Most of the classes for the first half of the term-2 for the academic year 2020-21 were held in Google meet. Google meet is a Video-conferencing service developed by Google as a replacement to Google Hangouts that was retired in October 2019.

Meet is minimalistic in its design and has a beautiful User interface that made it very simple and intuitive for people who never used the service before. LPU started using Google meet in mass proportion for online classes from mid-July 2020 but the instructors quickly realised the issues an unsecured class can pose.

What is meet-bombing?

Meet-bombing alludes to the undesirable, problematic interruption, most probably by Internet trolls and miscreants, into a video call/meeting on the Google meet platform. In a general Meet-bombing occurrence, the meeting is compromised by the miscreants with the addition of material that is inappropriate to the meeting’s agenda, commonly resulting in ending the meeting.
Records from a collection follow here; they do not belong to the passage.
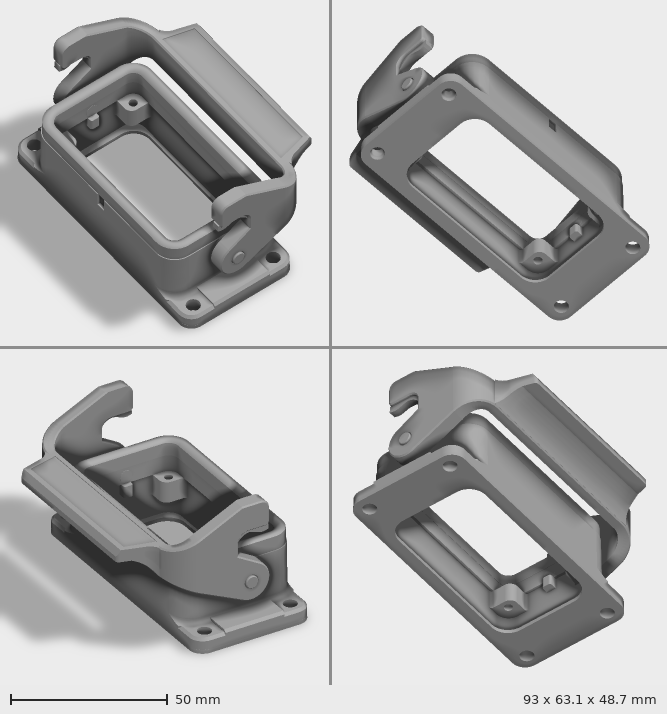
import cadquery as cq
import math

BASE_LENGTH = 93.0
BASE_WIDTH = 43.4
BASE_CORNER = 5.0
FOOT_HEIGHT = 1.4
FOOT_FLARE = 0.1
BASE_TOP = 5.5
BASE_CHAMFER = 0.9
PAD_TOP = 6.4
PAD_WIDTH = 22.1
MOUNT_HOLE = 4.8
MOUNT_X = 41.7
MOUNT_Y = 16.1

WALL_LENGTH = 73.5
WALL_CORNER = 7.8
WALL_DRAFT = 1.0
WALL_FLARE = 1.9
RIM_BOTTOM = 23.25
RIM_CREST = 29.0
RIM_LENGTH = 72.2
RIM_WIDTH = 42.2
RIM_CORNER = 7.4
RIM_OUTER_EDGE = 28.4
RIM_INNER_EDGE = 27.9
RIM_THICKNESS = 3.8

MOUTH_STEP = 0.1
UNDERCUT = 1.1
LEDGE = 17.4
FLOOR = 1.4
OPENING_LENGTH = 62.1
OPENING_CORNER = 6.5

BOSS_BOTTOM = 9.9
BOSS_X = 25.7
BOSS_Y = 10.0
BOSS_CORNER = 2.8
BOSS_ROOT_ROUND = 0.9
SCREW_HOLE = 3.0
SCREW_X = 28.6
SCREW_Y = 13.6

KEY_WIDTH = 3.4
KEY_REACH = 1.8
KEY_ROUND = 0.8
KEY_BOTTOM = 13.2
NOTCH_WIDTH = 3.35
NOTCH_HEIGHT = 5.0
NOTCH_DEPTH = 0.7

PIVOT_Z = 20.0
PIN_DIAMETER = 4.5
PIN_TIP = 4.0
PIN_END_X = 44.8
PIN_RECESS = 5.1
PIN_RECESS_DEPTH = 0.4
HUB_DIAMETER = 7.0
HUB_FACE_X = 38.9
HUB_CHAMFER = 0.4

ARM_OUTER_X = 44.2
ARM_THICKNESS = 5.0
ARM_END_RADIUS = 7.0
ARM_SLOPE = 25.0
THROAT_SLOPE = 30.0
LEVER_CHAMFER = 0.5
LEVER_TOP = 48.7
ARM_CREST_Y = 3.4
JAW_END_Y = -6.8
JAW_BOTTOM = 39.1
JAW_TOP_ROUND = 3.1
JAW_BOTTOM_ROUND = 1.3
THROAT_Y = 4.8
THROAT_ROUND = 3.7

BEND_Y = 19.2
BEND_INNER_RADIUS = 6.1
BAR_OUTER_Y = 28.8
BEND_STEPS = 6

TAB_WIDTH = 2.6
TAB_CENTRE_X = 41.7
TAB_TOP = 39.5
TAB_ROOT = 34.6
TAB_CURVE = [(3.3, 36.55), (0.2, 37.9), (-2.0, 37.3), (-3.9, 36.6), (-5.95, 36.6)]
TAB_TIP = (-7.2, 37.0)
TAB_SHOULDER_Y = -7.0

HANDLE_TIP_Y = 41.4
HANDLE_TIP_X = 29.3
HANDLE_TIP_ROUND = 1.4
HANDLE_SIDE_X = 31.8
HANDLE_SIDE_Y = 32.8
HANDLE_FLARE_X = 32.8
HANDLE_FLARE_Y = 30.5
HANDLE_ROOT_X = 34.9
HANDLE_OVERLAP = 0.9
HANDLE_BEVEL_Y = 40.1
HANDLE_BEVEL_Z = 34.4
HANDLE_BOTTOM = 32.5
HANDLE_HOLLOW_END_Y = 36.6
HANDLE_HOLLOW_MIDDLE = (32.0, 29.9)
PANEL_TIP_X = 28.4
PANEL_TIP_Y = 38.2
PANEL_ROOT_X = 31.1
PANEL_ROOT_Y = 27.3
PANEL_DEPTH = 0.3

PLATE_LENGTH = BASE_LENGTH - 2 * FOOT_FLARE
PLATE_WIDTH = BASE_WIDTH - 2 * FOOT_FLARE
CAVITY_LENGTH = RIM_LENGTH - 2 * RIM_THICKNESS
CAVITY_WIDTH = RIM_WIDTH - 2 * RIM_THICKNESS
CAVITY_CORNER = RIM_CORNER - RIM_THICKNESS
UNDERCUT_X = CAVITY_LENGTH / 2 + UNDERCUT
UNDERCUT_Y = CAVITY_WIDTH / 2 + UNDERCUT
RISE = math.tan(math.radians(ARM_SLOPE))
BEND_CENTRE_X = ARM_OUTER_X - ARM_THICKNESS - BEND_INNER_RADIUS
BEND_OUTER_X_RADIUS = ARM_OUTER_X - BEND_CENTRE_X
BEND_OUTER_Y_RADIUS = BAR_OUTER_Y - BEND_Y


def upper_edge(y):
    """Height of the sloping upper edge of the lever."""
    return LEVER_TOP - (y - ARM_CREST_Y) * RISE


def lower_edge(y):
    """Height of the sloping lower edge, tangent to the pivot end of the arm."""
    return PIVOT_Z + y * RISE - ARM_END_RADIUS / math.cos(math.radians(ARM_SLOPE))


BAR_TOP = upper_edge(BAR_OUTER_Y)
BAR_BOTTOM = lower_edge(BAR_OUTER_Y)


def rounded_block(length, width, corner, bottom, top):
    """Upright block with rounded vertical edges, centred on the Z axis."""
    block = cq.Workplane("XY", origin=(0, 0, bottom)).rect(length, width).extrude(top - bottom)
    return block.edges("|Z").fillet(corner)


def end_cylinder(side, diameter, inner_x, outer_x):
    """Cylinder on the pivot axis at one end of the part."""
    plane = cq.Workplane("YZ", origin=(side * inner_x, 0, PIVOT_Z))
    return plane.circle(diameter / 2).extrude(side * (outer_x - inner_x))


def make_base():
    """Mounting plate with a flared foot, raised end pads and four holes."""
    plate = rounded_block(PLATE_LENGTH, PLATE_WIDTH, BASE_CORNER, 0, BASE_TOP)
    plate = plate.faces(">Z").edges().chamfer(BASE_CHAMFER)

    foot_draft = math.degrees(math.atan(FOOT_FLARE / FOOT_HEIGHT))
    foot = cq.Workplane("XY").sketch().rect(BASE_LENGTH, BASE_WIDTH).vertices().fillet(BASE_CORNER)
    foot = foot.finalize().extrude(FOOT_HEIGHT, taper=foot_draft)

    pads = cq.Workplane("XY").box(PLATE_LENGTH, PAD_WIDTH, PAD_TOP, centered=(True, True, False))
    pads = pads.edges(">Z and |Y").chamfer(BASE_CHAMFER)

    holes = cq.Workplane("XY").rect(2 * MOUNT_X, 2 * MOUNT_Y, forConstruction=True).vertices()
    return plate.union(foot).union(pads).cut(holes.circle(MOUNT_HOLE / 2).extrude(BASE_TOP))


def make_wall():
    """Drafted wall, flush with the long sides of the base and flared at its ends."""
    wall = cq.Workplane("XY", origin=(0, 0, BASE_TOP)).sketch().rect(WALL_LENGTH, PLATE_WIDTH)
    wall = wall.vertices().fillet(WALL_CORNER).finalize()
    wall = wall.extrude(RIM_BOTTOM - BASE_TOP, taper=WALL_DRAFT)
    root = rounded_block(WALL_LENGTH, PLATE_WIDTH, WALL_CORNER, 0, BASE_TOP)
    return wall.union(root).union(make_flare(wall))


def make_flare(wall):
    """Fillet around both ends of the wall, trimmed to the outline of the base."""
    skirt = cq.Workplane("XY").box(BASE_LENGTH, 2 * BASE_WIDTH, BASE_TOP, centered=(True, True, False))
    margin = 0.1
    wall_foot = cq.selectors.BoxSelector(
        (-WALL_LENGTH / 2 - margin, -PLATE_WIDTH / 2 - margin, BASE_TOP - margin),
        (WALL_LENGTH / 2 + margin, PLATE_WIDTH / 2 + margin, BASE_TOP + margin),
    )
    flare = skirt.union(wall).edges(wall_foot).fillet(WALL_FLARE)

    reach = rounded_block(
        WALL_LENGTH + 2 * WALL_FLARE, PLATE_WIDTH + 2 * WALL_FLARE, WALL_CORNER + WALL_FLARE, 0, RIM_BOTTOM
    )
    outline = rounded_block(PLATE_LENGTH, PLATE_WIDTH, BASE_CORNER, 0, RIM_BOTTOM)
    straight_sides = cq.Workplane("XY").box(WALL_LENGTH - 2 * WALL_CORNER, 2 * BASE_WIDTH, 2 * RIM_BOTTOM)
    return flare.intersect(reach).intersect(outline).cut(straight_sides)


def make_rim():
    """Rim with a crowned top, swept once around the mouth."""
    half_length = RIM_LENGTH / 2
    half_width = RIM_WIDTH / 2
    corner_x = half_length - RIM_CORNER
    corner_y = half_width - RIM_CORNER
    path = cq.Workplane("XY", origin=(0, 0, RIM_BOTTOM)).moveTo(0, -half_width)
    path = path.lineTo(corner_x, -half_width).tangentArcPoint((half_length, -corner_y), relative=False)
    path = path.lineTo(half_length, corner_y).tangentArcPoint((corner_x, half_width), relative=False)
    path = path.lineTo(-corner_x, half_width).tangentArcPoint((-half_length, corner_y), relative=False)
    path = path.lineTo(-half_length, -corner_y).tangentArcPoint((-corner_x, -half_width), relative=False)
    path = path.close()

    section = cq.Workplane("YZ").moveTo(-half_width, RIM_BOTTOM).lineTo(-half_width, RIM_OUTER_EDGE)
    section = section.threePointArc(
        (-half_width + RIM_THICKNESS / 2, RIM_CREST), (-half_width + RIM_THICKNESS, RIM_INNER_EDGE)
    )
    section = section.lineTo(-half_width + RIM_THICKNESS, RIM_BOTTOM).close()
    return section.sweep(path)


def make_hubs():
    """Round hubs on the end walls that carry the pivot pins."""
    hubs = cq.Workplane("XY")
    for side in (-1, 1):
        hub = end_cylinder(side, HUB_DIAMETER, CAVITY_LENGTH / 2, HUB_FACE_X)
        outer_face = ">X" if side > 0 else "<X"
        hubs = hubs.union(hub.faces(outer_face).edges().chamfer(HUB_CHAMFER))
    return hubs


def make_cavity():
    """Space inside the housing, leaving the corner bosses and the key ribs standing."""
    upper = rounded_block(
        CAVITY_LENGTH + 2 * MOUTH_STEP,
        CAVITY_WIDTH + 2 * MOUTH_STEP,
        CAVITY_CORNER + MOUTH_STEP,
        LEDGE,
        RIM_BOTTOM,
    )
    lower = rounded_block(2 * UNDERCUT_X, 2 * UNDERCUT_Y, CAVITY_CORNER + UNDERCUT, FLOOR, LEDGE)
    opening = rounded_block(OPENING_LENGTH, CAVITY_WIDTH, OPENING_CORNER, 0, FLOOR)

    boss_length = UNDERCUT_X - BOSS_X
    boss_width = UNDERCUT_Y - BOSS_Y
    boss_middle_z = (LEDGE + BOSS_BOTTOM) / 2
    key_length = KEY_REACH + UNDERCUT
    for x_side in (-1, 1):
        inner_x = "<X" if x_side > 0 else ">X"
        for y_side in (-1, 1):
            inner_y = "<Y" if y_side > 0 else ">Y"
            centre = (x_side * (BOSS_X + boss_length / 2), y_side * (BOSS_Y + boss_width / 2), BOSS_BOTTOM)
            boss = cq.Workplane("XY", origin=centre).rect(boss_length, boss_width)
            boss = boss.extrude(LEDGE - BOSS_BOTTOM)
            boss = boss.edges("|Z").edges(inner_x).edges(inner_y).fillet(BOSS_CORNER)
            lower = lower.cut(boss)
            for root in ((BOSS_X, UNDERCUT_Y), (UNDERCUT_X, BOSS_Y)):
                root_point = (x_side * root[0], y_side * root[1], boss_middle_z)
                root_edge = cq.selectors.NearestToPointSelector(root_point)
                lower = lower.edges("|Z").edges(root_edge).fillet(BOSS_ROOT_ROUND)
        key = cq.Workplane("XY", origin=(x_side * (UNDERCUT_X - key_length / 2), 0, KEY_BOTTOM))
        key = key.rect(key_length, KEY_WIDTH).extrude(LEDGE - KEY_BOTTOM)
        key = key.edges("|Z").edges(inner_x).fillet(KEY_ROUND)
        lower = lower.cut(key)
    cavity = upper.union(lower).union(opening)

    screws = cq.Workplane("XY", origin=(0, 0, BOSS_BOTTOM))
    screws = screws.rect(2 * SCREW_X, 2 * SCREW_Y, forConstruction=True).vertices()
    return cavity.union(screws.circle(SCREW_HOLE / 2).extrude(LEDGE - BOSS_BOTTOM))


def make_notch():
    """Shallow notch in the front wall, hanging from the rim."""
    front_y = -RIM_WIDTH / 2
    notch = cq.Workplane("XY", origin=(0, front_y, RIM_BOTTOM - NOTCH_HEIGHT))
    return notch.rect(NOTCH_WIDTH, 2 * NOTCH_DEPTH).extrude(NOTCH_HEIGHT)


def make_housing():
    housing = make_base().union(make_wall()).union(make_hubs())
    housing = housing.cut(make_cavity()).cut(make_notch()).union(make_rim())
    for side in (-1, 1):
        housing = housing.cut(end_cylinder(side, PIN_DIAMETER, CAVITY_LENGTH / 2, HUB_FACE_X))
    return housing


def corner_arc(sketch, end, centre, radius, angle):
    """Add an arc about the centre that passes through the given angle to its end."""
    middle = (
        centre[0] + radius * math.cos(math.radians(angle)),
        centre[1] + radius * math.sin(math.radians(angle)),
    )
    return sketch.threePointArc(middle, end)


def make_arm():
    """Right-hand arm: round pivot end, open hook and a sloping shank."""
    slope = math.radians(ARM_SLOPE)
    throat = math.radians(THROAT_SLOPE)
    lower_tangent = (
        ARM_END_RADIUS * math.sin(slope),
        PIVOT_Z - ARM_END_RADIUS * math.cos(slope),
    )
    end_middle = (-ARM_END_RADIUS, PIVOT_Z)
    throat_tangent = (
        -ARM_END_RADIUS * math.sin(throat),
        PIVOT_Z + ARM_END_RADIUS * math.cos(throat),
    )
    throat_corner_z = throat_tangent[1] + (THROAT_Y - throat_tangent[0]) * math.tan(throat)

    arm = cq.Workplane("YZ", origin=(ARM_OUTER_X - ARM_THICKNESS, 0, 0))
    arm = arm.moveTo(BEND_Y, lower_edge(BEND_Y)).lineTo(*lower_tangent)
    arm = arm.threePointArc(end_middle, throat_tangent).lineTo(THROAT_Y, throat_corner_z)
    arm = arm.lineTo(THROAT_Y, JAW_BOTTOM - THROAT_ROUND)
    arm = corner_arc(
        arm,
        (THROAT_Y - THROAT_ROUND, JAW_BOTTOM),
        (THROAT_Y - THROAT_ROUND, JAW_BOTTOM - THROAT_ROUND),
        THROAT_ROUND,
        45,
    )
    arm = arm.lineTo(JAW_END_Y + JAW_BOTTOM_ROUND, JAW_BOTTOM)
    arm = corner_arc(
        arm,
        (JAW_END_Y, JAW_BOTTOM + JAW_BOTTOM_ROUND),
        (JAW_END_Y + JAW_BOTTOM_ROUND, JAW_BOTTOM + JAW_BOTTOM_ROUND),
        JAW_BOTTOM_ROUND,
        225,
    )
    arm = arm.lineTo(JAW_END_Y, LEVER_TOP - JAW_TOP_ROUND)
    arm = corner_arc(
        arm,
        (JAW_END_Y + JAW_TOP_ROUND, LEVER_TOP),
        (JAW_END_Y + JAW_TOP_ROUND, LEVER_TOP - JAW_TOP_ROUND),
        JAW_TOP_ROUND,
        135,
    )
    arm = arm.lineTo(ARM_CREST_Y, LEVER_TOP).lineTo(BEND_Y, upper_edge(BEND_Y)).close()
    arm = arm.extrude(ARM_THICKNESS)

    arm = arm.faces(">X").edges("not(>Y)").chamfer(LEVER_CHAMFER)
    slope_middle_y = (ARM_CREST_Y + BEND_Y) / 2
    inner_slope = cq.selectors.NearestToPointSelector(
        (ARM_OUTER_X - ARM_THICKNESS, slope_middle_y, upper_edge(slope_middle_y))
    )
    return arm.edges(inner_slope).chamfer(LEVER_CHAMFER)


def make_tab():
    """Latching tab that lines the jaw and throat of the right-hand hook."""
    tab = cq.Workplane("YZ", origin=(TAB_CENTRE_X - TAB_WIDTH / 2, 0, 0))
    tab = tab.moveTo(THROAT_Y, TAB_ROOT).spline(TAB_CURVE, includeCurrent=True)
    tab = tab.lineTo(*TAB_TIP).lineTo(TAB_SHOULDER_Y, TAB_TOP)
    return tab.lineTo(THROAT_Y, TAB_TOP).close().extrude(TAB_WIDTH)


def bend_section(angle):
    """Radial section of the right-hand bend, 0 degrees at the arm and 90 at the cross bar."""
    across = math.cos(math.radians(angle))
    along = math.sin(math.radians(angle))
    inner = cq.Vector(
        BEND_CENTRE_X + BEND_INNER_RADIUS * across, BEND_Y + BEND_INNER_RADIUS * along, 0
    )
    outer = cq.Vector(
        BEND_CENTRE_X + BEND_OUTER_X_RADIUS * across, BEND_Y + BEND_OUTER_Y_RADIUS * along, 0
    )
    inset = (outer - inner).normalized() * LEVER_CHAMFER
    drop = cq.Vector(0, 0, LEVER_CHAMFER / math.cos(math.radians(ARM_SLOPE)))
    top = cq.Vector(0, 0, upper_edge(outer.y))
    bottom = cq.Vector(0, 0, lower_edge(outer.y))
    corners = [
        inner + bottom,
        outer - inset + bottom,
        outer + bottom + drop,
        outer + top - drop,
        outer - inset + top,
        inner + inset + top,
        inner + top - drop,
    ]
    return cq.Wire.makePolygon(corners, close=True)


def make_bend():
    """Quarter turn whose height falls as it runs from the arm into the cross bar."""
    sections = [bend_section(90 * step / BEND_STEPS) for step in range(BEND_STEPS + 1)]
    return cq.Workplane(cq.Solid.makeLoft(sections))


def make_bar():
    """Straight cross bar with the same section as the ends of the bends."""
    section = cq.Face.makeFromWires(bend_section(90))
    return cq.Workplane(cq.Solid.extrudeLinear(section, cq.Vector(-2 * BEND_CENTRE_X, 0, 0)))


def make_handle():
    """Flared grip behind the cross bar, hollowed underneath."""
    root_y = BAR_OUTER_Y - HANDLE_OVERLAP
    hollow_z = BAR_BOTTOM + LEVER_CHAMFER
    profile = cq.Workplane("YZ", origin=(-HANDLE_ROOT_X, 0, 0)).moveTo(root_y, BAR_TOP)
    profile = profile.lineTo(HANDLE_BEVEL_Y, BAR_TOP).lineTo(HANDLE_TIP_Y, HANDLE_BEVEL_Z)
    profile = profile.lineTo(HANDLE_TIP_Y, HANDLE_BOTTOM).lineTo(HANDLE_HOLLOW_END_Y, HANDLE_BOTTOM)
    profile = profile.threePointArc(HANDLE_HOLLOW_MIDDLE, (BAR_OUTER_Y, hollow_z))
    profile = profile.lineTo(root_y, hollow_z).close().extrude(2 * HANDLE_ROOT_X)

    root_x = HANDLE_ROOT_X - 2 * HANDLE_OVERLAP
    plan = cq.Workplane("XY").moveTo(-HANDLE_TIP_X, HANDLE_TIP_Y).lineTo(HANDLE_TIP_X, HANDLE_TIP_Y)
    plan = plan.lineTo(HANDLE_SIDE_X, HANDLE_SIDE_Y)
    plan = plan.threePointArc((HANDLE_FLARE_X, HANDLE_FLARE_Y), (HANDLE_ROOT_X, BAR_OUTER_Y))
    plan = plan.lineTo(root_x, root_y).lineTo(-root_x, root_y).lineTo(-HANDLE_ROOT_X, BAR_OUTER_Y)
    plan = plan.threePointArc((-HANDLE_FLARE_X, HANDLE_FLARE_Y), (-HANDLE_SIDE_X, HANDLE_SIDE_Y)).close()
    plan = plan.extrude(LEVER_TOP).edges("|Z and >Y").fillet(HANDLE_TIP_ROUND)
    return profile.intersect(plan)


def make_panel():
    """Shallow label panel sunk into the top of the handle."""
    panel = cq.Workplane("XY", origin=(0, 0, BAR_TOP - PANEL_DEPTH))
    panel = panel.polyline([
        (-PANEL_TIP_X, PANEL_TIP_Y),
        (PANEL_TIP_X, PANEL_TIP_Y),
        (PANEL_ROOT_X, PANEL_ROOT_Y),
        (-PANEL_ROOT_X, PANEL_ROOT_Y),
    ])
    return panel.close().extrude(2 * PANEL_DEPTH)


def make_pin():
    """Right-hand pivot pin, from the inner end wall to just outside the arm."""
    pin = end_cylinder(1, PIN_DIAMETER, CAVITY_LENGTH / 2, PIN_END_X)
    return pin.faces(">X").edges().chamfer((PIN_DIAMETER - PIN_TIP) / 2)


def make_lever():
    recess = end_cylinder(1, PIN_RECESS, ARM_OUTER_X - PIN_RECESS_DEPTH, ARM_OUTER_X)
    arm = make_arm().cut(recess).union(make_tab()).union(make_bend()).union(make_pin())
    lever = make_bar().union(arm).union(arm.mirror("YZ"))
    return lever.union(make_handle()).cut(make_panel())


housing = make_housing()
lever = make_lever()

result = cq.Compound.makeCompound([housing.solids().val(), lever.solids().val()])

How does meet-bombing occur?

The students to disrupt a class share the meeting link of the class among their friends who may or may not be part of LPU and they enter the meeting with this link and start disrupting the class.

How to Prevent Meet-bombing

The instructor can sign up for a G Suite.

If the meeting is planned through the G Suite, outside users can join the meeting only if they were invited by the instructor through an e-mail. Everyone else must have to request to join the meeting and their entry must be acknowledged by the host.

In case a miscreant still managed to join and disrupt the meeting the host can always remove them from the meeting. For further help, the host can click on the ‘report’ button in the meeting tab to send a detailed meeting log to Google technicians who will take measures to stop such an incident from happening again.

It is the moral responsibility of every student to respect their teachers and not to disrupt the learning environment. This is the very first time in human history where remote education achieved this level of importance and we have to make great use of it for self-development. If you know a particular student is responsible for such meet-bombing incidents, immediately report them to the concerned instructor.